Attention aux signaux d’alerte !
Même s’il est enthousiaste, un enfant ne sait pas toujours identifier ses limites. Les parents doivent être attentifs aux signaux du corps. “Il est crucial d’être attentif à certains signes qui pourraient indiquer qu’il ne supporte pas bien le jeûne. Il s’agit notamment d’une fatigue excessive accompagnée d’une somnolence importante, des maux de tête, des vertiges ou une sensation de faiblesse. L’enfant peut aussi devenir irritable, avoir du mal à se concentrer, ou souffrir de douleurs abdominales et de nausées. Une pâleur marquée et des sueurs froides peuvent également apparaître, tout comme des signes de déshydratation, tels qu’une bouche sèche, une urine foncée ou une sensation de soif intense. Si l’un de ces symptômes survient, il est essentiel d’interrompre le jeûne immédiatement et de réhydrater l’enfant pour éviter toute complication”, prévient Dr. Hassan Afilal. Le jeûne doit rester une expérience positive. Si l’enfant se sent faible ou nauséeux, il est essentiel de l’encourager à rompre son jeûne. “Au cas où l’enfant montre des signes de fatigue excessive, il est important de lui expliquer avec douceur qu’il peut rompre son jeûne avant l’heure prévue. S’il commence à voir flou ou à se sentir étourdi, cela peut être le signe d’une hypoglycémie. Dans ce cas, il faut immédiatement lui donner une boisson sucrée pour rétablir son taux de sucre dans le sang”, insiste Dr. Afif.

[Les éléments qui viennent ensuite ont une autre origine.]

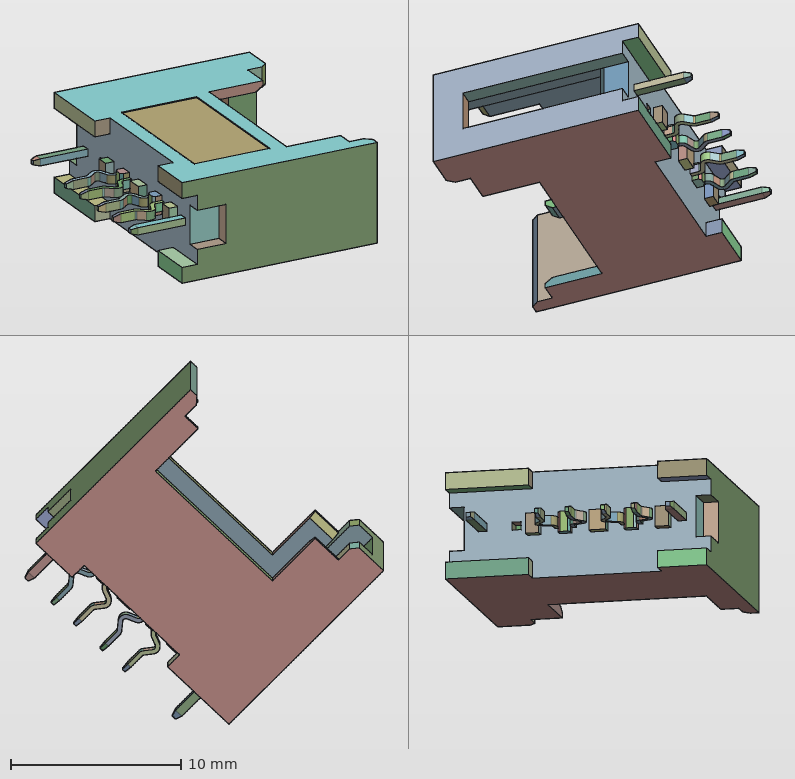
import cadquery as cq

WIDTH = 15.8
HEIGHT = 6.4
BODY_DEPTH = 13.04
PIN_LENGTH = 2.56
LEFT = -WIDTH / 2
RIGHT = WIDTH / 2

SKIN = 0.9
KEY_WALL = 2.35
MOUTH_Y = 11.65
NOTCH_Y = 8.05
NOTCH_LEFT = -3.65
NOTCH_RIGHT = 5.92
TIP_CHAMFER_X = 0.36
TIP_CHAMFER_Y = 0.45

BASE_Y = 1.01
FOOT_HEIGHT = 1.01
LEFT_FOOT_END = -2.88
RIGHT_FOOT_END = 4.93

BASE_BACK_Y = 2.94
PLATE = 0.63
CAVITY_HEIGHT = HEIGHT - 2 * PLATE
LEAD_IN_Y = 0.46
LEAD_IN_Z = 0.32
BASE_CHAMFER = 0.38
KEYWAY_HEIGHT = 3.79
LEDGE = 0.43
LEDGE_END_Y = 7.11

WINDOW_HEIGHT = 2.6
WINDOW_END_Y = 11.15
SLOT_HEIGHT = 2.48

PANEL_LEFT = -3.33
PANEL_RIGHT = 5.69
PANEL_FRONT_Y = 2.02
PANEL_BACK_Y = 7.05
PANEL_DEPTH = 0.06

STANDOFF_REACH = 0.57
STANDOFF_HEIGHT = 1.22
STANDOFFS = [(-3.16, -2.37), (0.66, 1.67), (4.66, 5.48)]

PAIR_CENTRES = [-0.85, 3.15]
POST_WIDTH = 0.76
POST_CHAMFER = 0.16
STRIP = 0.27
STRIP_HEIGHT = 0.57
BEND_RADIUS = 0.32
TAIL_OFFSET = 0.92
ELBOW_OFFSET = 1.6
SHOULDER_Y = 0.27
ELBOW_Y = -0.17
KNEE_Y = -1.03
CONTACT_TIP = 0.47
CONTACT_TIP_WIDTH = 0.22
CONTACT_TIP_HEIGHT = 0.28

PIN_CENTRES = [-5.88, 6.18]
PIN_WIDTH = 0.52
PIN_HEIGHT = 0.46
PIN_TAPER = 0.41
PIN_END = 0.27

HOLE_X = -3.84
HOLE_WIDTH = 0.55
HOLE_HEIGHT = 0.47
HOLE_DEPTH = 0.95

EMBED = 0.32


def block(x0, x1, y0, y1, height):
    """Box between X and Y limits, centred on Z = 0."""
    return cq.Workplane("XY").box(x1 - x0, y1 - y0, height).translate(
        ((x0 + x1) / 2, (y0 + y1) / 2, 0)
    )


def prism(points, height):
    """Closed XY outline extruded symmetrically about Z = 0."""
    return cq.Workplane("XY").polyline(points).close().extrude(height / 2, both=True)


def make_shell():
    left_tip = LEFT + KEY_WALL
    right_tip = RIGHT - SKIN
    chamfer_y = BODY_DEPTH - TIP_CHAMFER_Y
    shell = prism(
        [
            (LEFT, 0),
            (LEFT_FOOT_END, 0),
            (LEFT_FOOT_END, BASE_Y),
            (RIGHT_FOOT_END, BASE_Y),
            (RIGHT_FOOT_END, 0),
            (RIGHT, 0),
            (RIGHT, BODY_DEPTH),
            (right_tip + TIP_CHAMFER_X, BODY_DEPTH),
            (right_tip, chamfer_y),
            (right_tip, MOUTH_Y),
            (NOTCH_RIGHT, MOUTH_Y),
            (NOTCH_RIGHT, NOTCH_Y),
            (NOTCH_LEFT, NOTCH_Y),
            (NOTCH_LEFT, MOUTH_Y),
            (left_tip, MOUTH_Y),
            (left_tip, chamfer_y),
            (left_tip - TIP_CHAMFER_X, BODY_DEPTH),
            (LEFT, BODY_DEPTH),
        ],
        HEIGHT,
    )
    return shell.cut(block(LEFT, RIGHT, 0, BASE_Y, HEIGHT - 2 * FOOT_HEIGHT))


def make_cavity():
    """Plug space with its flared mouth, less the ledge on the right wall."""
    left = LEFT + KEY_WALL
    right = RIGHT - SKIN
    half = CAVITY_HEIGHT / 2
    flare_y = MOUTH_Y - LEAD_IN_Y
    half_profile = [
        (BASE_BACK_Y, half),
        (flare_y, half),
        (MOUTH_Y, half + LEAD_IN_Z),
    ]
    lower_profile = [(y, -z) for y, z in reversed(half_profile)]
    cavity = (
        cq.Workplane("YZ", origin=(left, 0, 0))
        .polyline(half_profile + lower_profile)
        .close()
        .extrude(right - left)
    )
    ledge = prism(
        [
            (right, BASE_BACK_Y),
            (right - LEDGE, BASE_BACK_Y),
            (right - LEDGE, LEDGE_END_Y - LEDGE),
            (right, LEDGE_END_Y),
        ],
        CAVITY_HEIGHT,
    )
    return cavity.cut(ledge)


def make_keyway():
    """Groove in the left wall, with the base corner behind it bevelled."""
    inner = LEFT + SKIN
    return prism(
        [
            (inner, BASE_BACK_Y - BASE_CHAMFER),
            (inner + BASE_CHAMFER, BASE_BACK_Y),
            (LEFT + KEY_WALL, BASE_BACK_Y),
            (LEFT + KEY_WALL, BODY_DEPTH),
            (inner, BODY_DEPTH),
        ],
        KEYWAY_HEIGHT,
    )


def make_contact(centre, side):
    """Bent strip on one side (+1 or -1) of the pair centre, with a tapered tip."""
    shoulder_x = centre + side * (POST_WIDTH + STRIP) / 2
    elbow_x = centre + side * ELBOW_OFFSET
    tail_x = centre + side * TAIL_OFFSET
    tip_start_y = CONTACT_TIP - PIN_LENGTH
    bends = cq.Wire.makePolygon(
        [
            cq.Vector(shoulder_x, BASE_Y + EMBED, 0),
            cq.Vector(shoulder_x, SHOULDER_Y, 0),
            cq.Vector(elbow_x, ELBOW_Y, 0),
            cq.Vector(tail_x, KNEE_Y, 0),
            cq.Vector(tail_x, tip_start_y, 0),
        ]
    )
    path = bends.fillet(BEND_RADIUS)
    strip = (
        cq.Workplane("XZ", origin=(shoulder_x, BASE_Y + EMBED, 0))
        .rect(STRIP, STRIP_HEIGHT)
        .sweep(cq.Workplane(obj=path))
    )
    tip = (
        cq.Workplane("XZ", origin=(tail_x, tip_start_y, 0))
        .rect(STRIP, STRIP_HEIGHT)
        .workplane(offset=CONTACT_TIP)
        .rect(CONTACT_TIP_WIDTH, CONTACT_TIP_HEIGHT)
        .loft(ruled=True)
    )
    return strip.union(tip)


def make_post(centre):
    """Post between the two strips of a pair, with bevelled outer corners."""
    post = block(
        centre - POST_WIDTH / 2,
        centre + POST_WIDTH / 2,
        BASE_Y - STANDOFF_REACH,
        BASE_Y + EMBED,
        STANDOFF_HEIGHT,
    )
    return post.faces("<Y").edges("|Z").chamfer(POST_CHAMFER)


def make_pin(centre):
    """Rectangular fixing pin with a tapered end."""
    taper_y = PIN_TAPER - PIN_LENGTH
    shank = block(centre - PIN_WIDTH / 2, centre + PIN_WIDTH / 2, taper_y, BASE_Y + EMBED, PIN_HEIGHT)
    end = (
        cq.Workplane("XZ", origin=(centre, taper_y, 0))
        .rect(PIN_WIDTH, PIN_HEIGHT)
        .workplane(offset=PIN_TAPER)
        .rect(PIN_END, PIN_END)
        .loft(ruled=True)
    )
    return shank.union(end)


result = make_shell().cut(make_cavity()).cut(make_keyway())

result = result.cut(block(LEFT, LEFT + SKIN, BASE_Y, WINDOW_END_Y, WINDOW_HEIGHT))
result = result.cut(block(RIGHT - SKIN, RIGHT, BASE_Y, BASE_BACK_Y, SLOT_HEIGHT))

panel = block(PANEL_LEFT, PANEL_RIGHT, PANEL_FRONT_Y, PANEL_BACK_Y, 2 * PANEL_DEPTH)
result = result.cut(panel.translate((0, 0, HEIGHT / 2)))

result = result.cut(
    block(HOLE_X - HOLE_WIDTH / 2, HOLE_X + HOLE_WIDTH / 2, BASE_Y, BASE_Y + HOLE_DEPTH, HOLE_HEIGHT)
)

for start, end in STANDOFFS:
    result = result.union(block(start, end, BASE_Y - STANDOFF_REACH, BASE_Y + EMBED, STANDOFF_HEIGHT))

for pair_centre in PAIR_CENTRES:
    result = result.union(make_post(pair_centre))
    for direction in (-1, 1):
        result = result.union(make_contact(pair_centre, direction))

for pin_centre in PIN_CENTRES:
    result = result.union(make_pin(pin_centre))
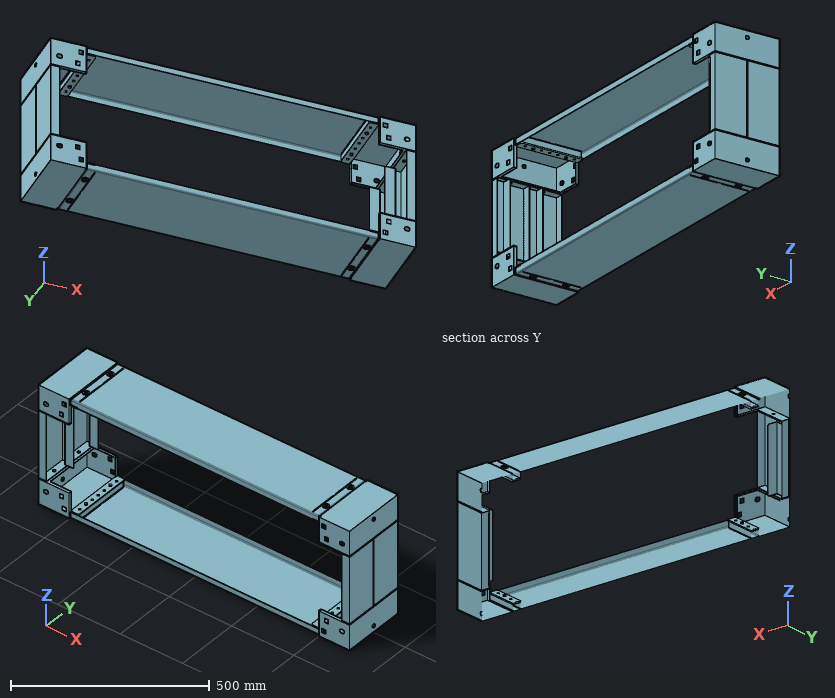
import cadquery as cq
LENGTH = 1000.0
DEPTH = 200.0
HEIGHT = 378.0
SHEET = 2.0
MID_HEIGHT = HEIGHT / 2

CORNER_LENGTH = 100.0
CORNER_HEIGHT = 82.0
SIDE_LIP = 10.0
END_LIP = 32.0
SQUARE_HOLE = 12.0
SQUARE_HOLES = [(84.0, 24.0), (75.0, 60.0)]
SLOT_LENGTH = 15.0
SLOT_HEIGHT = 12.0
SLOT_FROM_END = 25.0
SLOT_FROM_PLATE = 51.0
END_HOLE_DIAMETER = 11.0
END_HOLE_FROM_PLATE = 21.0

TRAY_END_GAP = 1.0
TRAY_SIDE_INSET = 3.0
TRAY_PLATE_INSET = 1.0
TRAY_LENGTH = LENGTH - 2 * (CORNER_LENGTH + TRAY_END_GAP)
TRAY_WIDTH = DEPTH - 2 * TRAY_SIDE_INSET
TRAY_HEIGHT = 20.0
BEND_RADIUS = 3.0
INNER_BEND_RADIUS = BEND_RADIUS - SHEET

STRIP_WIDTH = 26.0
STRIP_LENGTH = 190.0
STRIP_TOP = 23.0
STRIP_CORNER_RADIUS = 6.0
STRIP_HOLE_DIAMETER = 6.0
STRIP_HOLES_Y = [-75.0, -25.0, 0, 25.0, 75.0]
TAB_SLOT_WIDTH = 2.0
TAB_SLOT_LENGTH = 81.0
TAB_SLOT_DEPTH = 1.0
TAB_SLOT_GAP = 14.0
NUT_Y = 50.0
NUT_FROM_END = 14.0
NUT_DIAMETER = 8.0
NUT_BORE = 6.0
NUT_HEIGHT = 3.0
SLEEVE_DIAMETER = 19.0
COUNTERSINK_DIAMETER = 18.0
COUNTERSINK_FLOOR = 11.0
COUNTERSINK_DEPTH = 2.0

COVER_GAP = 0.5
COVER_WIDTH = DEPTH / 2 - 2 * COVER_GAP
COVER_HEIGHT = HEIGHT - 2 * CORNER_HEIGHT
COVER_FLANGE = 26.0
COVER_HOLE_DIAMETER = 8.0
COVER_HOLE_FROM_FACE = 13.0
RAIL_INSET = 20.0
RAIL_DEPTH = 54.0
RAIL_HEIGHT = 196.0
RAIL_CHAMFER = 3.0


def block(x0, x1, y0, y1, z0, z1):
    """Axis-aligned block between opposite corners."""
    return cq.Workplane("XY").box(x1 - x0, y1 - y0, z1 - z0, centered=False).translate((x0, y0, z0))


def upright_cylinder(diameter, x, y, z0, z1):
    return cq.Workplane("XY", origin=(x, y, z0)).circle(diameter / 2).extrude(z1 - z0)


def corner_box():
    """Open box at the -X, bottom corner: plate, end wall, two side walls and lips."""
    x_out = -LENGTH / 2
    x_in = x_out + CORNER_LENGTH
    y_out = DEPTH / 2
    lip_z = CORNER_HEIGHT - SHEET

    box = block(x_out, x_in, -y_out, y_out, 0, CORNER_HEIGHT)
    box = box.cut(block(x_out + SHEET, x_in - SHEET, -y_out + SHEET, y_out - SHEET, SHEET, lip_z))
    lip_y = y_out - SIDE_LIP
    box = box.cut(block(x_out + END_LIP, x_in, -lip_y, lip_y, lip_z, CORNER_HEIGHT))
    box = box.cut(block(x_in - SHEET, x_in, -lip_y, lip_y, SHEET, CORNER_HEIGHT))

    side = cq.Workplane("XZ", origin=(0, y_out, 0))
    squares = [(x_out + from_end, from_plate) for from_end, from_plate in SQUARE_HOLES]
    box = box.cut(side.pushPoints(squares).rect(SQUARE_HOLE, SQUARE_HOLE).extrude(DEPTH))
    slot = side.center(x_out + SLOT_FROM_END, SLOT_FROM_PLATE).slot2D(SLOT_LENGTH, SLOT_HEIGHT)
    box = box.cut(slot.extrude(DEPTH))

    end_hole = cq.Workplane("YZ", origin=(x_out, 0, END_HOLE_FROM_PLATE)).circle(END_HOLE_DIAMETER / 2)
    return box.cut(end_hole.extrude(SHEET))


def mounting_strip():
    """Strip with its holes and inner wall at the -X end of the bottom tray."""
    x_end = -TRAY_LENGTH / 2
    x_wall = x_end + STRIP_WIDTH
    strip = block(x_end, x_wall, -STRIP_LENGTH / 2, STRIP_LENGTH / 2, TRAY_HEIGHT - SHEET, STRIP_TOP)
    strip = strip.edges("|Z").fillet(STRIP_CORNER_RADIUS)
    for y in STRIP_HOLES_Y:
        strip = strip.cut(upright_cylinder(STRIP_HOLE_DIAMETER, x_end + NUT_FROM_END, y, 0, STRIP_TOP))
    half_wall = STRIP_LENGTH / 2 - STRIP_CORNER_RADIUS
    strip = strip.union(block(x_wall - SHEET, x_wall, -half_wall, half_wall, SHEET / 2, STRIP_TOP))
    return strip


def tab_slots():
    """Slots in the underside at the -X end of the bottom tray, where the strip's wall meets the plate."""
    x_slot = -TRAY_LENGTH / 2 + STRIP_WIDTH - TAB_SLOT_WIDTH
    y0 = TAB_SLOT_GAP / 2
    slot = block(x_slot, x_slot + TAB_SLOT_WIDTH, y0, y0 + TAB_SLOT_LENGTH, 0, TAB_SLOT_DEPTH)
    return slot.union(slot.mirror("XZ"))


def nut_insert(x, y):
    """Sleeve from the tray plate through the strip, closed by a nut cap above the strip."""
    sleeve = upright_cylinder(SLEEVE_DIAMETER, x, y, 0, STRIP_TOP)
    return sleeve.union(upright_cylinder(NUT_DIAMETER, x, y, STRIP_TOP, STRIP_TOP + NUT_HEIGHT))


def nut_bore(x, y):
    """Countersink in the tray plate and the blind bore of a nut insert."""
    countersink = cq.Workplane("XY", origin=(x, y, 0)).circle(COUNTERSINK_DIAMETER / 2)
    countersink = countersink.workplane(offset=COUNTERSINK_DEPTH).circle(COUNTERSINK_FLOOR / 2).loft()
    return countersink.union(upright_cylinder(NUT_BORE, x, y, 0, STRIP_TOP))


def long_tray():
    """Bottom tray: folded plate with flanges up and a mounting strip at each end."""
    half_x = TRAY_LENGTH / 2
    half_y = TRAY_WIDTH / 2
    tray = block(-half_x, half_x, -half_y, half_y, 0, TRAY_HEIGHT)
    tray = tray.edges("<Z").fillet(BEND_RADIUS)
    inner = block(-half_x + SHEET, half_x - SHEET, -half_y + SHEET, half_y - SHEET, SHEET, TRAY_HEIGHT)
    tray = tray.cut(inner.edges("<Z").fillet(INNER_BEND_RADIUS))

    strip = mounting_strip()
    slots = tab_slots()
    tray = tray.union(strip).union(strip.mirror("YZ"))
    tray = tray.cut(slots).cut(slots.mirror("YZ"))

    x_nut = half_x - NUT_FROM_END
    for x in (-x_nut, x_nut):
        for y in (-NUT_Y, NUT_Y):
            tray = tray.union(nut_insert(x, y)).cut(nut_bore(x, y))
    return tray


def end_cover():
    """Cover at the -X end, on the +Y half: shallow pan with a stepped rail on its +Y flange."""
    x_face = -LENGTH / 2
    y0 = COVER_GAP
    y1 = y0 + COVER_WIDTH
    z0 = MID_HEIGHT - COVER_HEIGHT / 2
    z1 = MID_HEIGHT + COVER_HEIGHT / 2
    x_flange = x_face + COVER_FLANGE

    cover = block(x_face, x_flange, y0, y1, z0, z1)
    cover = cover.cut(block(x_face + SHEET, x_flange, y0 + SHEET, y1 - SHEET, z0 + SHEET, z1 - SHEET))
    y_mid = (y0 + y1) / 2
    cover = cover.cut(upright_cylinder(COVER_HOLE_DIAMETER, x_face + COVER_HOLE_FROM_FACE, y_mid, z0, z1))

    rail_z0 = MID_HEIGHT - RAIL_HEIGHT / 2
    rail_z1 = MID_HEIGHT + RAIL_HEIGHT / 2
    y_rail = y1 - RAIL_INSET
    step = block(x_flange - SHEET, x_flange, y_rail, y1, rail_z0, rail_z1)
    rail = block(x_flange - SHEET, x_face + RAIL_DEPTH, y_rail - SHEET, y_rail, rail_z0, rail_z1)
    rail = rail.edges("|Y and >X").chamfer(RAIL_CHAMFER)
    return cover.union(step).union(rail)


def mirrored_top(body):
    return body.mirror("XY", (0, 0, MID_HEIGHT))


bottom_corner = corner_box()
corners = []
for corner in (bottom_corner, mirrored_top(bottom_corner)):
    corners += [corner.val(), corner.mirror("YZ").val()]

bottom_tray = long_tray().translate((0, 0, TRAY_PLATE_INSET))
trays = [bottom_tray.val(), mirrored_top(bottom_tray).val()]

first_cover = end_cover()
covers = []
for y_shift in (0, -DEPTH / 2):
    cover = first_cover.translate((0, y_shift, 0))
    covers += [cover.val(), cover.mirror("YZ").val()]

result = cq.Compound.makeCompound([*corners, *trays, *covers])

Après le jeûne, place à la récompense
Pour un enfant, vivre son premier jeûne est un vrai défi. Ainsi, qu’il ait ou non réussi à tenir toute la journée, il est important de le valoriser. “Il est important de féliciter l’enfant pour sa persévérance, même si le jeûne n’est que partiellement réussi. Cela peut renforcer son désir de continuer. Mettre en place un système de récompense est aussi très utile en créant un tableau où chaque effort est noté et récompensé. Cela motive l’enfant tout en lui montrant que ses efforts sont appréciés”, estime Dr. Hafsa Abouelfaraj. Par le biais de ce système de récompense, les parents jouent un rôle essentiel dans l’encouragement de leur enfant à faire face à cette expérience avec plus de sérénité. C’est aussi une manière de lui transmettre des valeurs comme la persévérance et la patience.